● **Activity**
Write out each line from the data below that includes the word "extrude".

● **Record extracts**
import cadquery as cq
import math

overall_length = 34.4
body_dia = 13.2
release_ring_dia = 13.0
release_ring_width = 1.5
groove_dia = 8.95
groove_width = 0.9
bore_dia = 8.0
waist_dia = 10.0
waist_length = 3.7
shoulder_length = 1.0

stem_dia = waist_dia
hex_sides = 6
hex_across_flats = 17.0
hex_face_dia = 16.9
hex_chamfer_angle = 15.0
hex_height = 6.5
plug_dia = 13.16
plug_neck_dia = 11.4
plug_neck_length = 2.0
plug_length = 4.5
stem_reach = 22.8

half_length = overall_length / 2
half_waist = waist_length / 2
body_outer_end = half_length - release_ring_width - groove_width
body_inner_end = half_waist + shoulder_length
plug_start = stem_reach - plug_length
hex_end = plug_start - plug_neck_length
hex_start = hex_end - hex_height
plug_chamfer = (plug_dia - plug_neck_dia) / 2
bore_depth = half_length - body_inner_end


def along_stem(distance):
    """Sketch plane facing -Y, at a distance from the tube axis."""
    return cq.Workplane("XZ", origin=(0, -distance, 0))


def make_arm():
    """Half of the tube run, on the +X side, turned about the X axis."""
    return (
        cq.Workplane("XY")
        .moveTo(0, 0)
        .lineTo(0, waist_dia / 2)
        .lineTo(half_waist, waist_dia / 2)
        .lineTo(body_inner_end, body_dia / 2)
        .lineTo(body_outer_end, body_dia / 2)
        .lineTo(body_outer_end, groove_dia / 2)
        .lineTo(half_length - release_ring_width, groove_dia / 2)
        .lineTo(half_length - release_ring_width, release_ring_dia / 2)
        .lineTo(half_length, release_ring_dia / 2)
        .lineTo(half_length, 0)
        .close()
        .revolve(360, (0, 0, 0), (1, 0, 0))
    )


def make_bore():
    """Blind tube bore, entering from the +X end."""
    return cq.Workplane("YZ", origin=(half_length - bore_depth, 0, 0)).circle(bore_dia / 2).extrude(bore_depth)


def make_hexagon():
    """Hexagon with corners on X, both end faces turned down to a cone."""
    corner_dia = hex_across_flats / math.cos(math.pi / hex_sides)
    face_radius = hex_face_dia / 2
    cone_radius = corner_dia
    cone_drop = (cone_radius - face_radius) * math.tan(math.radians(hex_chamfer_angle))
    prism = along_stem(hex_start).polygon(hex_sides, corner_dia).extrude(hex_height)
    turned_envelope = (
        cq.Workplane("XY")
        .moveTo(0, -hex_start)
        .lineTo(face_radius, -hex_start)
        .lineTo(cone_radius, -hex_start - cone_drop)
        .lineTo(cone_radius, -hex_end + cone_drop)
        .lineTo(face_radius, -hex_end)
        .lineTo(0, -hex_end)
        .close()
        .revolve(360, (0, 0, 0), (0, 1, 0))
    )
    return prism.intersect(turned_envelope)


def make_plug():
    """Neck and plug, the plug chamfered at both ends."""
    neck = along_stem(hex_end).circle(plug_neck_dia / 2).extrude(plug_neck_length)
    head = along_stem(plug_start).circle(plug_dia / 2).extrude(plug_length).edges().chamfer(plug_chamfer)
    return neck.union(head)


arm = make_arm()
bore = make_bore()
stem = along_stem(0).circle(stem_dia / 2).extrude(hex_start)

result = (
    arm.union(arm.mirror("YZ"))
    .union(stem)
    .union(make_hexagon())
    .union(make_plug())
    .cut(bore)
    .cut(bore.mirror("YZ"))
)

● **Task result**
    return cq.Workplane("YZ", origin=(half_length - bore_depth, 0, 0)).circle(bore_dia / 2).extrude(bore_depth)
    prism = along_stem(hex_start).polygon(hex_sides, corner_dia).extrude(hex_height)
    neck = along_stem(hex_end).circle(plug_neck_dia / 2).extrude(plug_neck_length)
    head = along_stem(plug_start).circle(plug_dia / 2).extrude(plug_length).edges().chamfer(plug_chamfer)
stem = along_stem(0).circle(stem_dia / 2).extrude(hex_start)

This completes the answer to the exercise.